Will Wal-Mart's Stock Buyback Make a Difference?
Jacob is a member of The Motley Fool Blog Network -- entries represent the personal opinion of the blogger and are not formally edited.
In the last couple years, Wal-Mart (NYSE: WMT) has been under a lot of pressure. The company's slowing growth rate, alleged scandals in Mexico and safety in Bangladeshi factories have been points of criticism recently. In the last shareholders meeting, which was held last week, Wal-Mart decided to implement a buyback of $15 billion. Many people believe that the company is simply trying to silence the upset investors. Regardless, the $15 billion buyback can be good for the investors if it becomes a recurring thing. It is not likely to make much of a difference if it turns out to be a one-time event.
If we look at the number of Wal-Mart's outstanding shares, we see a declining trend. In 2008, Wal-Mart had 3.94 billion outstanding shares. In 2009, the number fell to 3.87 billion, which fell to 3.66 billion in 2010, 3.46 billion in 2011 and 3.37 billion in 2012. Currently, the company has 3.31 billion shares, and if the company spends $15 billion to buy shares back at today's price, it will be buying 196 million shares, which will decrease the number of outstanding shares to 3.11 billion. Basically, between 2008 and now, the company's outstanding share count fell by 830 million, or 21%. When we add dividends to this figure, we see that Wal-Mart is strongly committed to return value to shareholders.
Year-to-date, Wal-Mart's share price is up by 12%, excluding two dividend payments that amounted a yield slightly above 1%. The company's current market value of $252 billion represents 15 times its annual earnings and 0.6 times its revenue. Wal-Mart's price-to-book value ratio of 3.3 is pretty much in-line with the industry average. As Wal-Mart accounts for 10% of all shopping in the U.S. (except for automotive shopping), it plays an important role in the economy. This is a very stable investment.
Wal-Mart is challenged by Target (NYSE: TGT), Costco (NASDAQ: COST) and Amazon (NASDAQ: AMZN), for the most part. Target has been increasing its market share at a slow but steady rate, increasing its revenues from $65 billion in 2009 to $73 billion in 2012.
Target needs to increase its growth rate in order to justify a P/E ratio of 16, though. For the foreseeable future, the company will grow at a single-digit rate, which doesn't impress me. The company's dividend yield of 2.05% also falls below that of Wal-Mart.

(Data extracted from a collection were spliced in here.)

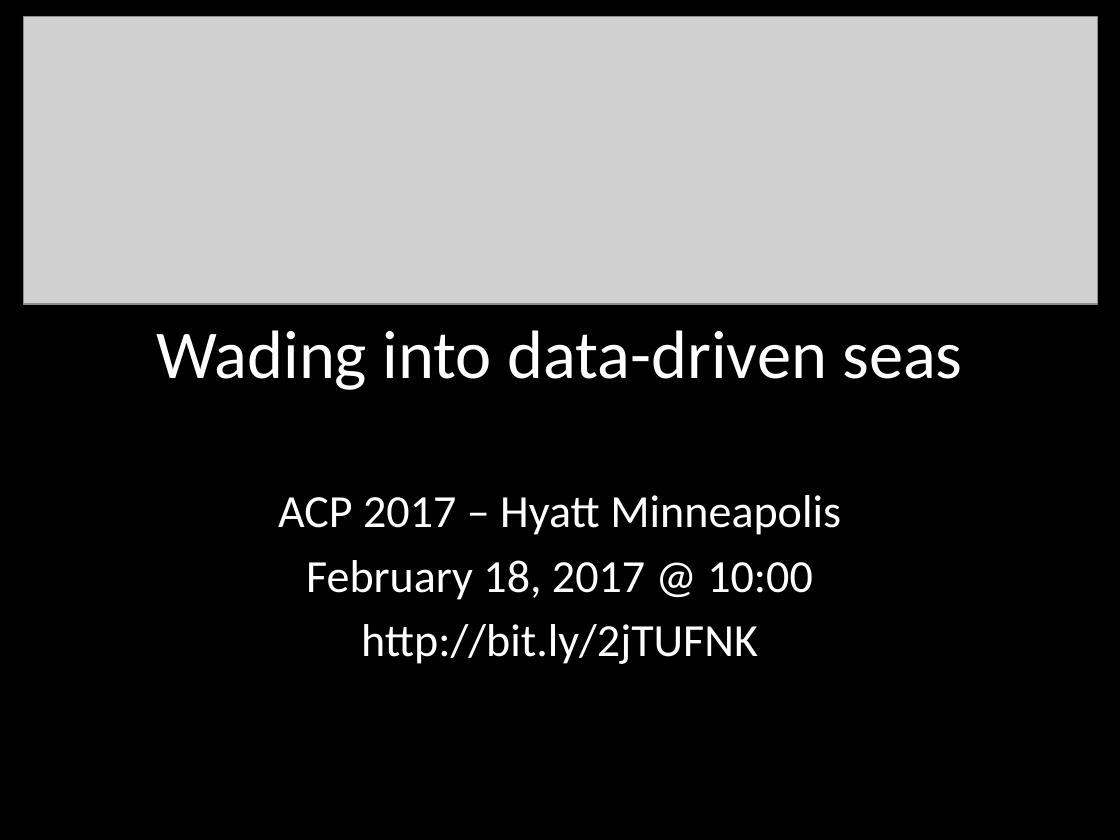
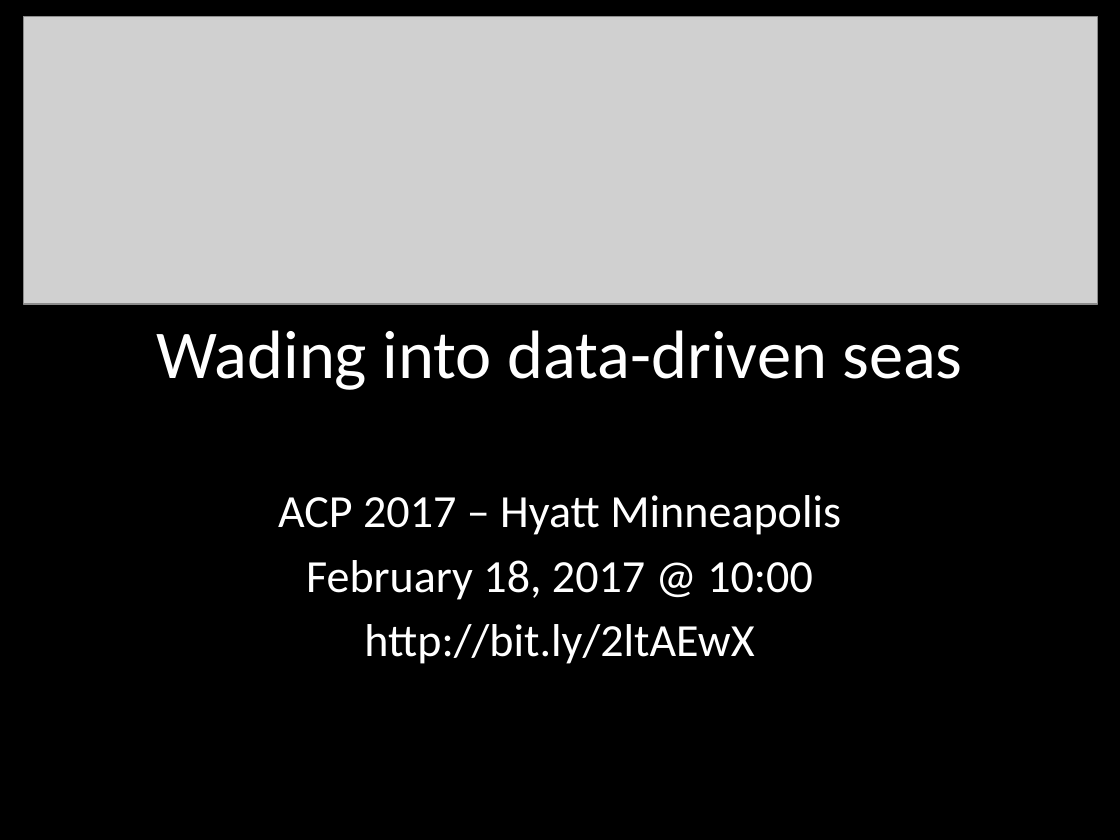
Before and after one commit to striblab/startribune_dataviz, a slide deck: slide 1 of acp_2017/data_presentation.pptx. Drawn at 1120x840 pixels with LibreOffice and Linux fonts; fonts in the diff are those of the drawing; grey boxes stand for pictures. Boxes give left, top, right and bottom in pixels: in the first picture for what was removed or moved away, otherwise in the second. Text is boxed around its words. In the diff, an @@ line names an element or a change of style, - is before the commit and + after.

```diff
--- a/acp_2017/data_presentation.pptx
+++ b/acp_2017/data_presentation.pptx
@@ subtitle at (x1=364, y1=624, x2=754, y2=664): text changed @@
-http://bit.ly/2jTUFNK
+http://bit.ly/2ltAEwX
```
Also in this commit, not shown: 1 other slide changed.

Costco has a healthier growth rate as it was able to grow its revenues from $71 billion to $99 billion between 2009 and 2012. Obviously, Costco is a much stronger threat to Wal-Mart's market share than Wal-Mart. Last week, Costco reported 8% growth in revenues and 19% growth in earnings, which is impressive given its size. In terms of comparable-store sales, Costco reported a growth of 5% which is much better than Wal-Mart's flat comparable-store sales.
Then again, there is an even bigger threat for Wal-Mart than these two companies combined together: Amazon. Even though Amazon deals with razor-thin margins and struggles to make a profit, it is able to grow its market share in all segments tremendously. In the last 3 years, Amazon's revenue jumped from $24 billion to $61 billion. Recently, Amazon announced that it will start delivering fresh groceries to people's homes, which will increase the pressure that the company has on Wal-Mart. I am not a big fan of buying Amazon until it starts reporting strong profit though. At this point, Amazon continues to be a speculative play.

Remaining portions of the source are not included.